▶ [Data provided]:
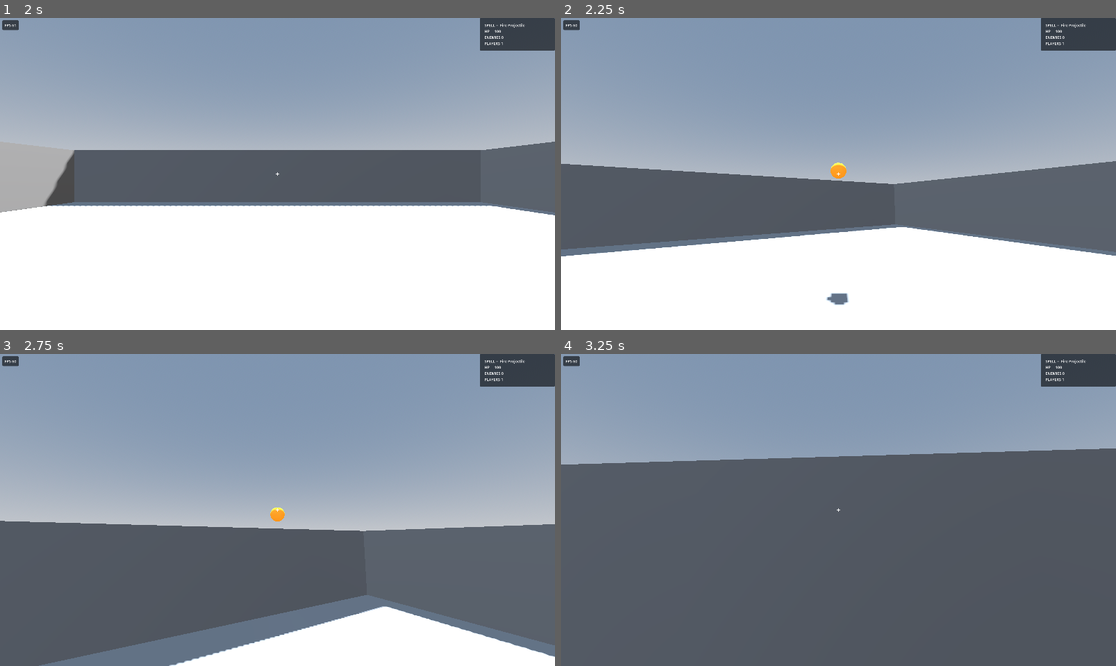
Above: before the commit, frames 1-4 (two rows, left to right).
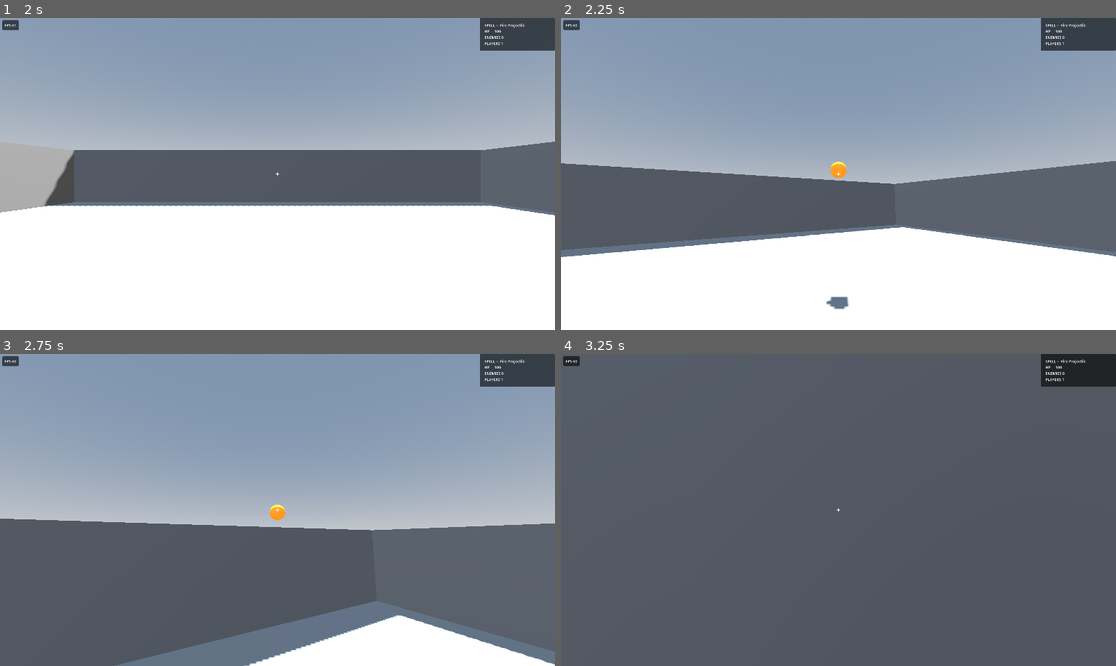
Above: after the commit, the same moments.

Repository: jonathanlake/magick-with-friends
Game: Godot game, scene res://ui/main_menu/main_menu.tscn
The game is run twice, just before and just after one commit, with the same random seed, the same clock (stepped at 60 frames per second) and the same inputs.
Inputs (mouse positions are in pixels of both pictures, inside the frame that each line leads up to):
- Up to frame 1 (2 s): click (277, 152) at 0.52 s; type "Alex" at 0.6 s; click (277, 167) at 0.75 s; type "12" at 0.83 s; click "Host" at 1.25 s
- Up to frame 2 (2.25 s): move the mouse to (866, 174) at 2.02 s; press the mouse at (866, 174) at 2.03 s; hold W (move_up) from 2.03 s (still down)
- Up to frame 3 (2.75 s): keep holding W (move_up); tap Space (jump) at 2.27 s
- Up to frame 4 (3.25 s): keep holding W (move_up); move the mouse to (810, 510) at 2.77 s; release the mouse at (810, 510) at 2.78 s; click (810, 510) at 2.85 s; tap Space (jump) at 3.02 s

Frame 1 is identical in both runs. In frame 2, 0.5% of the frame differs, in the area x 0-100%, y 45-94%; in frame 3, 5.8%; in frame 4, 33%, in the area x 0-100%, y 0-36%.

Commit message:
Normalize player movement tuning (remove silent scene overrides)
The audit found player.tscn silently overrode move_force/max_speed
(100/100) vs the script defaults (40/8), and max_speed=100 never bound
(friction caps steady-state at move_force/ground_friction ~= 12.5 u/s),
so the knob was misleading.

Bake sensible, consistent defaults into the script and drop the scene
overrides: move_force 40->120, max_speed 8->12. Now friction-terminal
(120/8 = 15) exceeds max_speed, so max_speed is the real binding cap,
reached snappily. ~12 u/s preserves the prior feel and stays ~3x the
4 u/s enemy speed for kiting.

Co-Authored-By: Claude Opus 4.8 <noreply@anthropic.com>

Diff:
--- a/entities/player/player.gd
+++ b/entities/player/player.gd
@@ -1,8 +1,11 @@
 class_name Player
 extends RigidBody3D
 
-@export var move_force: float = 40.0
-@export var max_speed: float = 8.0
+# friction-terminal speed = move_force / ground_friction = 15 u/s, above max_speed, so max_speed
+# is the real binding cap (reached snappily). ~12 u/s ≈ the prior feel and ~3× the 4 u/s enemy
+# speed, so players can kite the horde.
+@export var move_force: float = 120.0
+@export var max_speed: float = 12.0
 @export var ground_friction: float = 8.0
 @export var jump_force: float = 7.0
 @export var jump_gravity_multiplier: float = 2.5   # extra gravity while rising
--- a/entities/player/player.tscn
+++ b/entities/player/player.tscn
@@ -22,8 +22,6 @@
 axis_lock_angular_y = true
 axis_lock_angular_z = true
 script = ExtResource("1_symyc")
-move_force = 100.0
-max_speed = 100.0
 
 [node name="PlayerInputSynchronizerComponent" parent="." unique_id=1665501618 instance=ExtResource("2_sglur")]

▶ [Exercise directions]: From the line holding "(100/100) vs the" to the line holding "kite the horde.", inclusive, restate each line above exactly as written.

▶ [Finished exercise]:
(100/100) vs the script defaults (40/8), and max_speed=100 never bound
(friction caps steady-state at move_force/ground_friction ~= 12.5 u/s),
so the knob was misleading.

Bake sensible, consistent defaults into the script and drop the scene
overrides: move_force 40->120, max_speed 8->12. Now friction-terminal
(120/8 = 15) exceeds max_speed, so max_speed is the real binding cap,
reached snappily. ~12 u/s preserves the prior feel and stays ~3x the
4 u/s enemy speed for kiting.

Co-Authored-By: Claude Opus 4.8 <noreply@anthropic.com>

Diff:
--- a/entities/player/player.gd
+++ b/entities/player/player.gd
@@ -1,8 +1,11 @@
 class_name Player
 extends RigidBody3D
 
-@export var move_force: float = 40.0
-@export var max_speed: float = 8.0
+# friction-terminal speed = move_force / ground_friction = 15 u/s, above max_speed, so max_speed
+# is the real binding cap (reached snappily). ~12 u/s ≈ the prior feel and ~3× the 4 u/s enemy
+# speed, so players can kite the horde.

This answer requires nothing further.